2. Beramal dengan ilmu dan menjauhi maksiat
Ilmu yang bermanfaat adalah ilmu yang disertai amal. Sedangkan, orang yang berilmu tapi tidak mengamalkan ilmunya, kelak pada hari kiamat ia akan ditanya tentang ilmunya. Allah ta’ala berfirman yang artinya:
“Wahai orang-orang yang beriman, kenapa kalian mengatakan sesuatu yang tidak kalian kerjakan? Amat besar kebencian di sisi Allah bahwa kalian mengatakan apa-apa yang tidak kalian kerjakan.” (TQS. Ash-Shaff [61] : 2-3)
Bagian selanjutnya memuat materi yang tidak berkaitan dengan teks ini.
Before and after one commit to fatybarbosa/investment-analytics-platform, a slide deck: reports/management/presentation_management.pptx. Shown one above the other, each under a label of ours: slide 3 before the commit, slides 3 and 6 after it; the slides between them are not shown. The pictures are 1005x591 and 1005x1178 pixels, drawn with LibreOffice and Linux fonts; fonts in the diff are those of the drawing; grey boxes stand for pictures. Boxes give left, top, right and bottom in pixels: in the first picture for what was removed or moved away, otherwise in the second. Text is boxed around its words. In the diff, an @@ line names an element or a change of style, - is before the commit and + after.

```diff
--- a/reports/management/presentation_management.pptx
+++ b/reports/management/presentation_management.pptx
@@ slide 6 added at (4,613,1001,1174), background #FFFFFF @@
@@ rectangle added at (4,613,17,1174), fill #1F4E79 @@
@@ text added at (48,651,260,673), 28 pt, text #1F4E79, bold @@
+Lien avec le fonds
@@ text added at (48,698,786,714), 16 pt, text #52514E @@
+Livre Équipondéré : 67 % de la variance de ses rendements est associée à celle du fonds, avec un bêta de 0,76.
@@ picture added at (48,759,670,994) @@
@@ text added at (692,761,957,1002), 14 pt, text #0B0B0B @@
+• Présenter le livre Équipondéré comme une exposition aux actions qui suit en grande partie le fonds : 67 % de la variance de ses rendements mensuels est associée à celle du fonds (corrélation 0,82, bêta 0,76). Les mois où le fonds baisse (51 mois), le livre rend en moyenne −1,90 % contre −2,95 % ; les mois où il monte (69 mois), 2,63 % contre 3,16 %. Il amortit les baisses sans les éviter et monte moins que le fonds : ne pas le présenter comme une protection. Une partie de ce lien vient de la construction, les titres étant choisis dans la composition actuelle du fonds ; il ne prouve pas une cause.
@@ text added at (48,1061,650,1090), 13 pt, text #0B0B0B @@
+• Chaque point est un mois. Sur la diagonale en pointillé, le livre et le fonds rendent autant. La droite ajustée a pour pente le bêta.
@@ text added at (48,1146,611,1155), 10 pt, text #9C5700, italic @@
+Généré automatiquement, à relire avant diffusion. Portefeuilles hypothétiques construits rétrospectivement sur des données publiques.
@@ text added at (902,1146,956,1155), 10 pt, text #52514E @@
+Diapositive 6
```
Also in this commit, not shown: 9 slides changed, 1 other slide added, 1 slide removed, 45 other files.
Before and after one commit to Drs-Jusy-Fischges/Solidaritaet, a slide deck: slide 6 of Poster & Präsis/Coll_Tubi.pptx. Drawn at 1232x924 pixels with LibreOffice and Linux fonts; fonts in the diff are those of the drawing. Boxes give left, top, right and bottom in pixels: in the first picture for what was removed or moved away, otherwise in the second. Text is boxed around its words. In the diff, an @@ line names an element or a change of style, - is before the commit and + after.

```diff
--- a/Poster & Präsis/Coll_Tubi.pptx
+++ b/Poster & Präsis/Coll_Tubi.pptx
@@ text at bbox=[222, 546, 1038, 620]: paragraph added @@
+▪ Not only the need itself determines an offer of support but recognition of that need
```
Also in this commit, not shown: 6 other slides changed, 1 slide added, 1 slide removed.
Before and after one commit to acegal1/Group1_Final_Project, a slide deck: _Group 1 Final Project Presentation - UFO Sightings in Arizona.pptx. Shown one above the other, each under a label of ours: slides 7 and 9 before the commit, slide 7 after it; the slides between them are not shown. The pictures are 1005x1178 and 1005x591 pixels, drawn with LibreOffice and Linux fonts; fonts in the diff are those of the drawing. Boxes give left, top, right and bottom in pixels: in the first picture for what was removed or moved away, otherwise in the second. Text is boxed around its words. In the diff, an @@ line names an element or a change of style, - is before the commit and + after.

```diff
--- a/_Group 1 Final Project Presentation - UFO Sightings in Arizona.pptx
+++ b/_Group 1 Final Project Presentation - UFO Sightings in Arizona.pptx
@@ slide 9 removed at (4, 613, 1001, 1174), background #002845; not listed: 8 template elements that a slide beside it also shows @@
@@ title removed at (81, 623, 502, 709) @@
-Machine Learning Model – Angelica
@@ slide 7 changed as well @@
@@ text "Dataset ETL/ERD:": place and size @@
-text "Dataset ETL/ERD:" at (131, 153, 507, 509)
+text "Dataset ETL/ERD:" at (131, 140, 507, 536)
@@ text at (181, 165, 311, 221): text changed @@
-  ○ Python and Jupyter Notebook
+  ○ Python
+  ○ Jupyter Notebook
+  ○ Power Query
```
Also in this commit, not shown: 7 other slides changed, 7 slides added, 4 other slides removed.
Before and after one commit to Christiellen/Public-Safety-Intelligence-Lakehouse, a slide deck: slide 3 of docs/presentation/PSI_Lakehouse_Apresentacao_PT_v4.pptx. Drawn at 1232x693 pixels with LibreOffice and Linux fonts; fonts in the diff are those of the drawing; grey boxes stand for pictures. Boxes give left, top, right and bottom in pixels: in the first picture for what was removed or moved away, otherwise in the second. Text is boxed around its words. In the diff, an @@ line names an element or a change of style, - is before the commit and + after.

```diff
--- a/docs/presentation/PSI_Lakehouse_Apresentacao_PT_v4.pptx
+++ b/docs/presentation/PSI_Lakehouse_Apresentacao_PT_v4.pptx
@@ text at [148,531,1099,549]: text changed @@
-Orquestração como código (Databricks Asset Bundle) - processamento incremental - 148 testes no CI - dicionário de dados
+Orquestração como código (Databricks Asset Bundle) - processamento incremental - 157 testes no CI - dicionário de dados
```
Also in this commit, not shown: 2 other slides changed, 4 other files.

Rasulullah shallallahu ‘alaihi wa sallam bersabda yang artinya:
“Tidak akan bergeser kaki seorang hamba pada hari kiamat sampai ia ditanya tentang umurnya untuk apa ia habiskan, tentang ilmunya untuk apa ia gunakan, tentang hartanya dari mana ia dapatkan dan untuk apa ia belanjakan serta tentang badannya untuk apa ia gunakan.” (Diriwayatkan oleh at-Tirmidzi, ia berkata, “Hadits hasan shahih” Sunan at-Tirmidzi no. 2418, Kitab Shifat al-Qiyamah)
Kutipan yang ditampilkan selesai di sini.